It really helps me to gauge what I’m not talking about but should. I’m probably not always as clear as I’d like to be, sometimes I’m not sure what you’re interested in, and sometimes it might just be too dirty to bring up myself.
For instance, I was recently asked how we manage the considerable volume of manure we accumulate around here. With 25-100 birds (depending on the time of the year), 2 hogs, and 2 (soon to be 3) cows, it can sure pile up on 2 1/2 acres! I can’t believe it never occurred to me you might be interested in how we take care of it.
I am having trouble keeping on top of the manure situation. I have been doing loads of reading on the net to find solutions on a small holding with no tractor or machinery. We do have chickens and love the idea of sending them in after the cow has been moved to scratch up the cow pats, but the practicality of this seem overwhelming. I am living on 20 acres, part bush , part pasture in australia in quite a dry part of the world. I would love to know how you deal with this issue at your place.
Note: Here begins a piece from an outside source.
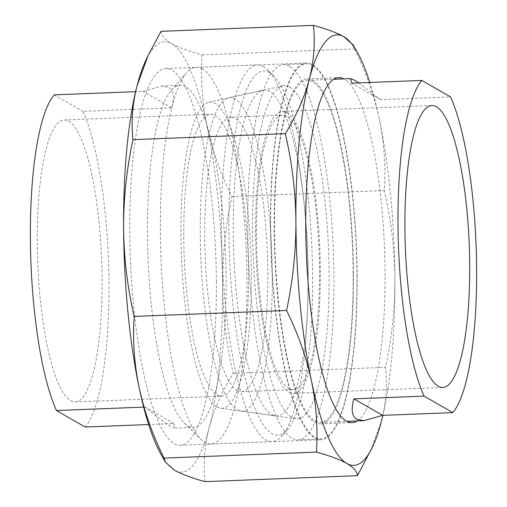 <?xml version="1.0" encoding="UTF-8"?>
<svg xmlns="http://www.w3.org/2000/svg" width="507" height="507" viewBox="0 0 507 507"><rect width="100%" height="100%" fill="white"/><g stroke="black" fill="none" stroke-linecap="round" stroke-linejoin="round"><path stroke-width="0.38" stroke-dasharray="2.54 1.9" d="M312.629 81.823A171.157 38.792 87.8 0 0 307.103 80.328A171.157 38.792 87.8 0 0 274.674 240.8A171.157 38.792 87.8 0 0 314.999 420.892A171.157 38.792 87.8 0 0 320.525 422.388A171.157 38.792 87.8 0 0 352.954 261.923A171.157 38.792 87.8 0 0 312.629 81.823M289.535 66.322A187.717 42.544 87.8 0 0 283.476 64.687A187.717 42.544 87.8 0 0 247.91 240.679A187.717 42.544 87.8 0 0 292.133 438.194A187.717 42.544 87.8 0 0 298.198 439.835A187.717 42.544 87.8 0 0 333.764 263.843A187.717 42.544 87.8 0 0 289.535 66.322M312.515 65.422A187.717 42.544 87.8 0 0 306.45 63.787A187.717 42.544 87.8 0 0 270.884 239.773A187.717 42.544 87.8 0 0 315.113 437.294A187.717 42.544 87.8 0 0 321.172 438.929A187.717 42.544 87.8 0 0 356.738 262.943A187.717 42.544 87.8 0 0 312.515 65.422M235.185 99.042A156.847 35.547 87.8 0 0 228.663 97.864A156.847 35.547 87.8 0 0 200.48 247.936A156.847 35.547 87.8 0 0 237.352 409.764A156.847 35.547 87.8 0 0 240.958 411.05A156.847 35.547 87.8 0 0 272.202 267.29A156.847 35.547 87.8 0 0 235.185 99.042M289.681 87.109A166.733 37.791 87.8 0 0 282.754 85.854A166.733 37.791 87.8 0 0 252.797 245.388A166.733 37.791 87.8 0 0 291.988 417.413A166.733 37.791 87.8 0 0 295.822 418.788A166.733 37.791 87.8 0 0 329.037 265.96A166.733 37.791 87.8 0 0 289.681 87.109M288.914 388.425A137.353 31.13 87.8 0 0 293.35 389.623A137.353 31.13 87.8 0 0 319.372 260.852A137.353 31.13 87.8 0 0 287.013 116.325A137.353 31.13 87.8 0 0 282.576 115.127A137.353 31.13 87.8 0 0 256.555 243.899A137.353 31.13 87.8 0 0 288.914 388.425M237.219 390.453A137.353 31.13 87.8 0 0 241.655 391.651A137.353 31.13 87.8 0 0 267.677 262.88A137.353 31.13 87.8 0 0 235.318 118.353A137.353 31.13 87.8 0 0 230.881 117.155A137.353 31.13 87.8 0 0 204.86 245.927A137.353 31.13 87.8 0 0 237.219 390.453M288.939 392.101A141.066 31.973 87.8 0 0 293.496 393.331A141.066 31.973 87.8 0 0 320.221 261.08A141.066 31.973 87.8 0 0 286.987 112.643A141.066 31.973 87.8 0 0 282.431 111.413A141.066 31.973 87.8 0 0 255.705 243.671A141.066 31.973 87.8 0 0 288.939 392.101M358.709 82.901L380.37 99.664L450.558 96.913M380.37 99.664L351.674 83.18M357.22 420.949A172.633 39.128 87.8 0 0 385.067 272.905A172.633 39.128 87.8 0 0 343.79 78.889M353.474 274.148A172.633 39.128 87.8 0 0 307.039 78.858A172.633 39.128 87.8 0 0 274.148 228.575A172.633 39.128 87.8 0 0 320.582 423.858A172.633 39.128 87.8 0 0 353.474 274.148M357.118 276.239A188.496 42.721 87.8 0 0 306.418 63.007A188.496 42.721 87.8 0 0 270.504 226.477A188.496 42.721 87.8 0 0 321.204 439.708A188.496 42.721 87.8 0 0 357.118 276.239M216.388 281.759A188.496 42.721 87.8 0 0 165.694 68.527A188.496 42.721 87.8 0 0 129.779 232.003A188.496 42.721 87.8 0 0 180.473 445.235A188.496 42.721 87.8 0 0 216.388 281.759M382.88 415.341A215.424 48.824 87.8 0 0 394.896 278.552C394.959 308.307 391.841 337.896 385.542 367.328C387.405 384.997 386.049 402.926 381.454 421.108L370.287 451.743M353.126 44.895L354.444 48.906C365.902 72.083 374.204 95.563 379.35 119.341A215.424 48.824 87.8 0 0 369.812 82.464M379.35 119.341C384.23 143.145 385.884 166.879 384.306 190.556C391.03 219.582 394.56 248.918 394.896 278.552A215.424 48.824 87.8 0 0 379.35 119.341M161.15 454.652A215.424 48.824 87.8 0 0 174.573 470.262A215.424 48.824 87.8 0 0 209.131 427.87C213.992 409.669 222.003 391.48 233.169 373.31C226.458 344.392 222.928 315.056 222.573 285.314C222.497 255.667 225.615 226.078 231.933 196.539C220.475 173.362 212.173 149.882 207.027 126.104C202.147 102.3 200.493 78.566 202.065 54.889C188.756 51.239 178.597 47.443 171.594 43.501C164.838 39.527 161.327 35.471 161.068 31.333M205.05 481.65C203.18 463.981 204.543 446.059 209.131 427.87A215.424 48.824 87.8 0 0 222.573 285.314A215.424 48.824 87.8 0 0 207.027 126.104A215.424 48.824 87.8 0 0 171.594 43.501A215.424 48.824 87.8 0 0 145.686 60.656M233.169 373.31L385.542 367.328M202.065 54.889L354.444 48.906M231.933 196.539L384.306 190.556M269.471 72.476A182.298 41.321 87.8 0 0 228.847 228.987A182.298 41.321 87.8 0 0 271.993 433.618A182.298 41.321 87.8 0 0 287.292 429.835A182.298 41.321 87.8 0 0 312.02 251.428A182.298 41.321 87.8 0 0 273.387 75.511A182.298 41.321 87.8 0 0 269.471 72.476M263.399 66.575A188.496 42.721 87.8 0 0 257.309 64.934A188.496 42.721 87.8 0 0 221.597 241.655A188.496 42.721 87.8 0 0 266.004 439.994A188.496 42.721 87.8 0 0 272.094 441.635A188.496 42.721 87.8 0 0 281.829 436.077A188.496 42.721 87.8 0 0 307.394 251.611A188.496 42.721 87.8 0 0 267.449 69.713A188.496 42.721 87.8 0 0 263.399 66.575M271.86 414.593A163.089 36.967 87.8 0 0 275.605 415.936A163.089 36.967 87.8 0 0 308.098 266.448A163.089 36.967 87.8 0 0 269.604 91.507A163.089 36.967 87.8 0 0 262.829 90.278A163.089 36.967 87.8 0 0 233.524 246.326A163.089 36.967 87.8 0 0 271.86 414.593M217.224 406.944A153.203 34.723 87.8 0 0 220.741 408.205A153.203 34.723 87.8 0 0 251.263 267.778A153.203 34.723 87.8 0 0 215.107 103.441A153.203 34.723 87.8 0 0 208.738 102.287A153.203 34.723 87.8 0 0 181.208 248.874A153.203 34.723 87.8 0 0 217.224 406.944M217.142 394.921A141.066 31.973 87.8 0 0 221.698 396.151A141.066 31.973 87.8 0 0 248.424 263.894A141.066 31.973 87.8 0 0 215.19 115.463A141.066 31.973 87.8 0 0 210.633 114.233A141.066 31.973 87.8 0 0 183.902 246.484A141.066 31.973 87.8 0 0 217.142 394.921M70.663 400.669A141.066 31.973 87.8 0 0 75.22 401.899A141.066 31.973 87.8 0 0 101.951 269.642A141.066 31.973 87.8 0 0 68.718 121.211A141.066 31.973 87.8 0 0 64.161 119.982A141.066 31.973 87.8 0 0 37.429 252.233A141.066 31.973 87.8 0 0 70.663 400.669M143.684 407.115L145.141 407.058C157.436 417.166 166.074 423.662 171.062 426.545L174.934 428.098L173.844 423.548L148.678 424.536M185.606 86.805A171.157 38.792 87.8 0 0 180.074 85.315A171.157 38.792 87.8 0 0 171.239 90.366A171.157 38.792 87.8 0 0 148.025 257.867A171.157 38.792 87.8 0 0 184.295 423.028A171.157 38.792 87.8 0 0 187.97 425.88A171.157 38.792 87.8 0 0 193.503 427.369A171.157 38.792 87.8 0 0 225.932 266.904A171.157 38.792 87.8 0 0 185.606 86.805M85.144 427.027A171.157 38.792 87.8 0 0 109.011 283.533A171.157 38.792 87.8 0 0 82.939 111.337L171.639 107.858C174.592 97.154 173.609 90.354 168.698 87.47L161.505 86.044L142.942 91.368L135.61 91.659M202.356 68.971A188.496 42.721 87.8 0 0 196.272 67.33A188.496 42.721 87.8 0 0 186.538 72.888A188.496 42.721 87.8 0 0 160.972 257.36A188.496 42.721 87.8 0 0 200.918 439.252A188.496 42.721 87.8 0 0 204.967 442.389A188.496 42.721 87.8 0 0 211.051 444.031A188.496 42.721 87.8 0 0 246.77 267.316A188.496 42.721 87.8 0 0 202.356 68.971M54.236 94.853L82.939 111.337M171.639 107.858L142.942 91.368M173.844 423.548L145.141 407.058M307.103 80.328L333.593 79.288M283.476 64.687L306.45 63.787M228.663 97.864L282.754 85.854M241.655 391.651L293.35 389.623M293.496 393.331L442.839 387.468M282.431 111.413L431.78 105.551M230.881 117.155L282.576 115.127M240.958 411.05L295.822 418.788M298.198 439.835L321.172 438.929M320.525 422.388L347.016 421.349M307.039 78.858L338.632 77.615M165.694 68.527L306.418 63.007M180.473 445.235L321.204 439.708M320.582 423.858L352.175 422.623M220.741 408.205L275.605 415.936M75.22 401.899L221.698 396.151M161.505 86.044L180.074 85.315M184.295 423.028L200.918 439.252M171.239 90.366L186.538 72.888M196.272 67.33L257.309 64.934M211.051 444.031L272.094 441.635M174.934 428.098L193.503 427.369M64.161 119.982L210.633 114.233M208.738 102.287L262.829 90.278M273.387 75.511L267.449 69.713M287.292 429.835L281.829 436.077"/><path stroke-width="0.76" d="M452.764 412.603L382.576 415.353L364.013 420.677L356.82 419.251C351.909 416.367 350.926 409.574 353.88 398.863L424.061 396.113L452.764 412.603A171.157 38.792 87.8 0 0 476.631 269.103A171.157 38.792 87.8 0 0 450.558 96.913L421.856 80.423A171.157 38.792 87.8 0 0 397.989 223.917A171.157 38.792 87.8 0 0 424.061 396.113M421.856 80.423L351.674 83.18L350.584 78.623L354.456 80.182L358.709 82.901M438.282 386.239A141.066 31.973 87.8 0 0 442.839 387.468A141.066 31.973 87.8 0 0 469.571 255.217A141.066 31.973 87.8 0 0 436.337 106.781A141.066 31.973 87.8 0 0 431.78 105.551A141.066 31.973 87.8 0 0 405.049 237.808A141.066 31.973 87.8 0 0 438.282 386.239M382.576 415.353L353.88 398.863M343.79 78.889A172.633 39.128 87.8 0 0 338.632 77.615A172.633 39.128 87.8 0 0 305.74 227.332A172.633 39.128 87.8 0 0 352.175 422.623A172.633 39.128 87.8 0 0 357.22 420.949M372.803 446.344L357.422 475.667C357.15 471.51 353.639 467.454 346.896 463.499A215.424 48.824 87.8 0 0 372.803 446.344A215.424 48.824 87.8 0 0 381.454 421.108A215.424 48.824 87.8 0 0 382.88 415.341M346.896 463.499C339.855 459.545 329.696 455.749 316.419 452.111C317.997 428.421 316.343 404.681 311.463 380.896A215.424 48.824 87.8 0 0 346.896 463.499M311.463 380.896C306.31 357.105 298.008 333.625 286.556 310.461C292.856 281.03 295.98 251.44 295.911 221.686A215.424 48.824 87.8 0 0 311.463 380.896M295.911 221.686C295.575 192.045 292.045 162.715 285.321 133.69C296.494 115.514 304.504 97.325 309.352 79.13A215.424 48.824 87.8 0 0 295.911 221.686M309.352 79.13C313.941 60.935 315.303 43.006 313.44 25.35C326.717 28.981 336.87 32.778 343.917 36.738A215.424 48.824 87.8 0 0 309.352 79.13M343.917 36.738L353.126 44.895L357.34 52.348A215.424 48.824 87.8 0 0 343.917 36.738M369.812 82.464A215.424 48.824 87.8 0 0 357.34 52.348M313.44 25.35L161.068 31.333L148.202 55.257L137.036 85.892C132.447 104.087 131.085 122.01 132.948 139.672C126.63 169.205 123.512 198.801 123.594 228.448C123.942 258.19 127.472 287.52 134.184 316.444C132.606 340.134 134.254 363.874 139.14 387.659C144.292 411.45 152.594 434.93 164.046 458.094L165.364 462.105L174.573 470.262C181.576 474.21 191.735 478.006 205.05 481.65L357.422 475.667M148.202 55.257L145.686 60.656A215.424 48.824 87.8 0 0 137.036 85.892A215.424 48.824 87.8 0 0 123.594 228.448A215.424 48.824 87.8 0 0 139.14 387.659A215.424 48.824 87.8 0 0 161.15 454.652L165.364 462.105M164.046 458.094L316.419 452.111M134.184 316.444L286.556 310.461M132.948 139.672L285.321 133.69M135.61 91.659L54.236 94.853A171.157 38.792 87.8 0 0 30.369 238.347A171.157 38.792 87.8 0 0 56.442 410.537L143.684 407.115M148.678 424.536L85.144 427.027L56.442 410.537M333.593 79.288L350.584 78.623M347.016 421.349L364.013 420.677"/></g></svg>

The short answer is: Poorly.
Thankfully, we don’t live in a dry area, although we are in the middle of the first drought I can remember for ages. I suppose I take for granted how well the rain does all the manure management for us.
What the rain doesn’t disperse, the chickens do.
The theory behind the practice is that the cows will do their business. The odor will attract flies which lay their eggs in the manure and the chickens will come behind in a few days, discover the larvae, and eat it, scratching through to make sure they get it all. The pile is scattered and the rest breaks down quickly.
That may work for some, but practicality aside, I’ve never seen a maggot in a single cow pie. And neither have my chickens.
What they do see is undigested grain. Yes, we feed our cow a little bit of grain. I know that’s quickly becoming taboo. Everyone is looking for grass-fed dairy, but we have to consider the stewardship of our animal and try as we might, we cannot get Maybelle to supply us with excess milk above her calf’s needs and still maintain a decent body condition. Perhaps that’s because Dexter’s aren’t bred for that purpose, perhaps we don’t know what we’re doing. So she gets a scoop of grain at milking time much to the delight of the chicken’s. More often than not she hasn’t even finished going before they’re running up to scatter the piles in search of goodies.
What the chickens leave behind in the pasture is of little concern to us. It breaks down very quickly. At least quickly enough for us not to worry about how to take care of it. When they get out of the pasture and start wandering the yard it’s a totally different story. Somehow the laws of time and nature become suspended and it takes an excruciatingly long time for those little splats to disappear which of course increases the likelihood that a very small shoe will step in it and walk it straight into the house and start jumping on my bed. Now you know why I’ve become anal (pun intended 😀 ) about keeping them in the pasture this summer.
Which brings us to the pigs.
Pigs are easy for us. Instead of penning them up and creating issues of filth and accumulation, we’ve sacrificed another area of the pasture- along the back, underneath the shade of the trees- and we rotate them through there. I don’t delude myself into labeling them pastured pork in the end because it doesn’t take them very long to turn the pasture area into nothing more than an open air pen. But with an open air pen comes the benefits of rain washing away the manure and blowing the odor away on the breeze. We’ve never noticed a problem with odor until the last 4-6 weeks when they’re large and it’s hot outside. I don’t know how that will change now that they’ll be finishing up in the winter months. Anyway, a few weeks after slaughter there is little (fecal) evidence they were even there. When it rains heavily, it will puddle in a wallow and take on a funny rusty color.
So that’s how we deal with the wonderful messes our animals give back to us which bless us by fertilizing the pasture and making compost for the gardens.
Sadly, I wasn’t really able to address the true issue in the question which is how can this be done without the aid of the chickens or in dry regions. If you had any advice to share I know she, and perhaps others, would really appreciate benefiting from your wisdom.